■ Exercise details:
Copy every record verbatim. Leave the pictures out.

[Records excerpted from a collection]
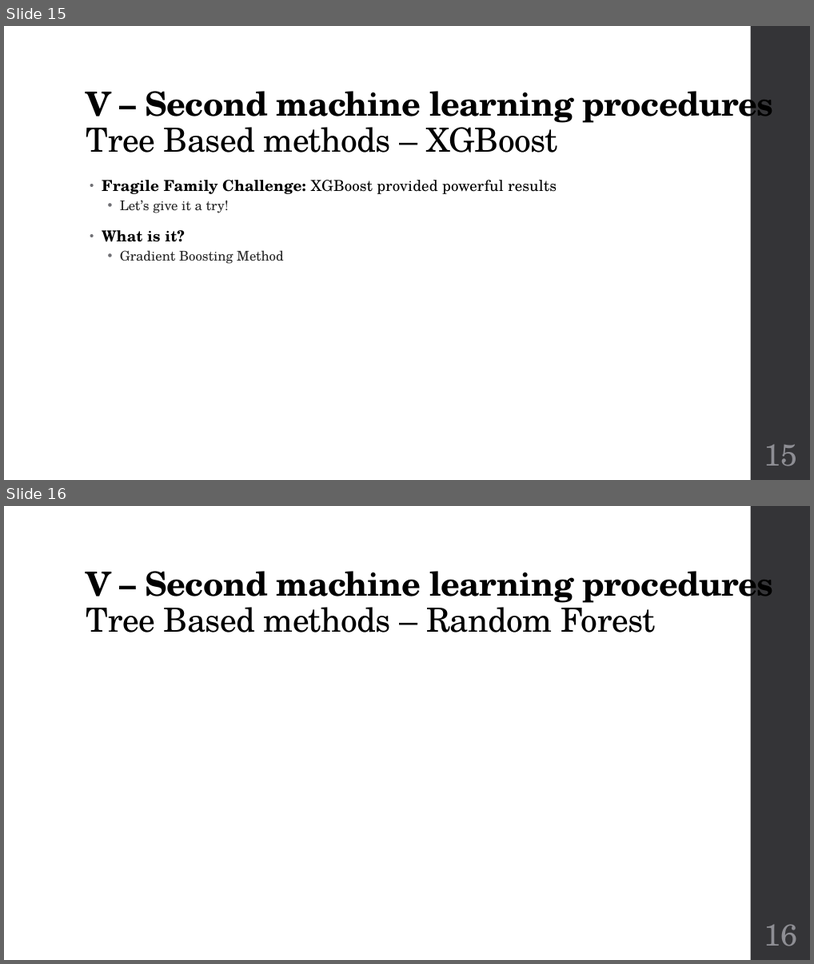
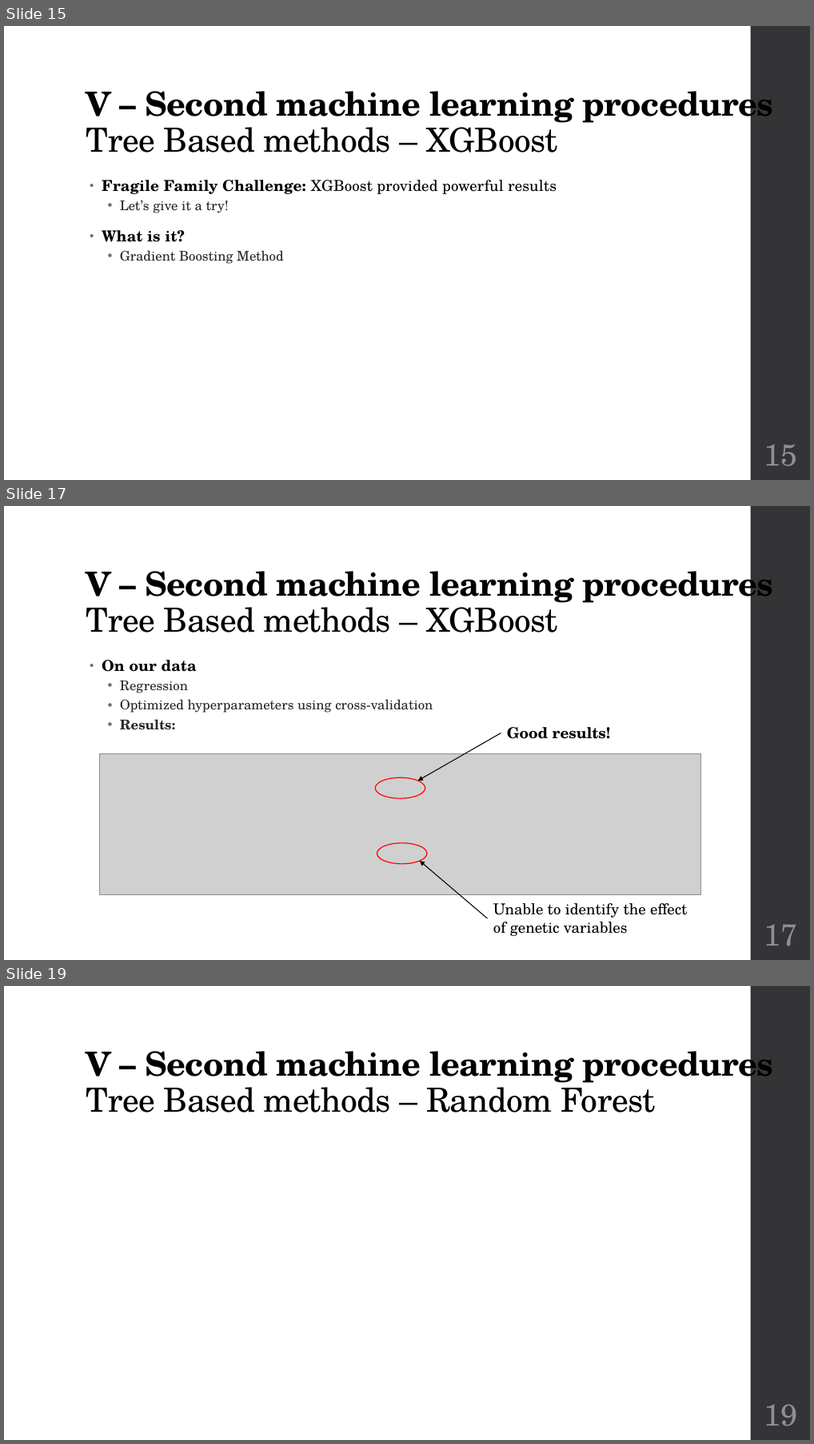
Before and after one commit to jveillon/Projet_Statapp, a slide deck: Soutenance/Soutenance - Présentation.pptx. Shown one above the other, each under a label of ours: slides 15 and 16 before the commit, slides 15, 17 and 19 after it; the slides between them are not shown. The pictures are 814x964 and 814x1444 pixels, drawn with LibreOffice and Linux fonts; fonts in the diff are those of the drawing; grey boxes stand for pictures. Boxes give left, top, right and bottom in pixels: in the first picture for what was removed or moved away, otherwise in the second. Text is boxed around its words. In the diff, an @@ line names an element or a change of style, - is before the commit and + after.

```diff
--- a/Soutenance/Soutenance - Présentation.pptx
+++ b/Soutenance/Soutenance - Présentation.pptx
@@ slide 17 added at [4, 506, 810, 960], background #FFFFFF; not listed: 1 template element that a slide beside it also shows @@
@@ title added at [86, 561, 774, 632], 39.6 pt, text #000000, bold @@
+V – Second machine learning procedures
+Tree Based methods – XGBoost
@@ text added at [102, 660, 433, 730], 16 pt, text #262626 @@
+• On our data
+  • Regression
+  • Optimized hyperparameters using cross-validation
+  • Results:
@@ arrow added from (502, 733) to (418, 780), #000000 1 pt @@
@@ text added at [507, 727, 611, 739], 18 pt, text #000000, bold @@
+Good results!
@@ picture added at [99, 753, 702, 894] @@
@@ ellipse added at [375, 778, 426, 798], outline #FF0000 1.1 pt @@
@@ ellipse added at [378, 843, 427, 864], outline #FF0000 1.1 pt @@
@@ arrow added from (488, 918) to (420, 860), #000000 1 pt @@
@@ text added at [494, 903, 687, 936], 18 pt, text #000000 @@
+Unable to identify the effect of genetic variables
@@ page number added at [764, 924, 798, 946], 36 pt, text #8E8E94 @@
+17
@@ what was slide 16 is now slide 19 @@
@@ page number at [764, 1404, 798, 1426]: text changed @@
-16
+19
```
Also in this commit, not shown: 2 other slides added, 1 other file.

■ Result for this task:
Before and after one commit to jveillon/Projet_Statapp, a slide deck: Soutenance/Soutenance - Présentation.pptx. Shown one above the other, each under a label of ours: slides 15 and 16 before the commit, slides 15, 17 and 19 after it; the slides between them are not shown. The pictures are 814x964 and 814x1444 pixels, drawn with LibreOffice and Linux fonts; fonts in the diff are those of the drawing; grey boxes stand for pictures. Boxes give left, top, right and bottom in pixels: in the first picture for what was removed or moved away, otherwise in the second. Text is boxed around its words. In the diff, an @@ line names an element or a change of style, - is before the commit and + after.

```diff
--- a/Soutenance/Soutenance - Présentation.pptx
+++ b/Soutenance/Soutenance - Présentation.pptx
@@ slide 17 added at [4, 506, 810, 960], background #FFFFFF; not listed: 1 template element that a slide beside it also shows @@
@@ title added at [86, 561, 774, 632], 39.6 pt, text #000000, bold @@
+V – Second machine learning procedures
+Tree Based methods – XGBoost
@@ text added at [102, 660, 433, 730], 16 pt, text #262626 @@
+• On our data
+  • Regression
+  • Optimized hyperparameters using cross-validation
+  • Results:
@@ arrow added from (502, 733) to (418, 780), #000000 1 pt @@
@@ text added at [507, 727, 611, 739], 18 pt, text #000000, bold @@
+Good results!
@@ picture added at [99, 753, 702, 894] @@
@@ ellipse added at [375, 778, 426, 798], outline #FF0000 1.1 pt @@
@@ ellipse added at [378, 843, 427, 864], outline #FF0000 1.1 pt @@
@@ arrow added from (488, 918) to (420, 860), #000000 1 pt @@
@@ text added at [494, 903, 687, 936], 18 pt, text #000000 @@
+Unable to identify the effect of genetic variables
@@ page number added at [764, 924, 798, 946], 36 pt, text #8E8E94 @@
+17
@@ what was slide 16 is now slide 19 @@
@@ page number at [764, 1404, 798, 1426]: text changed @@
-16
+19
```
Also in this commit, not shown: 2 other slides added, 1 other file.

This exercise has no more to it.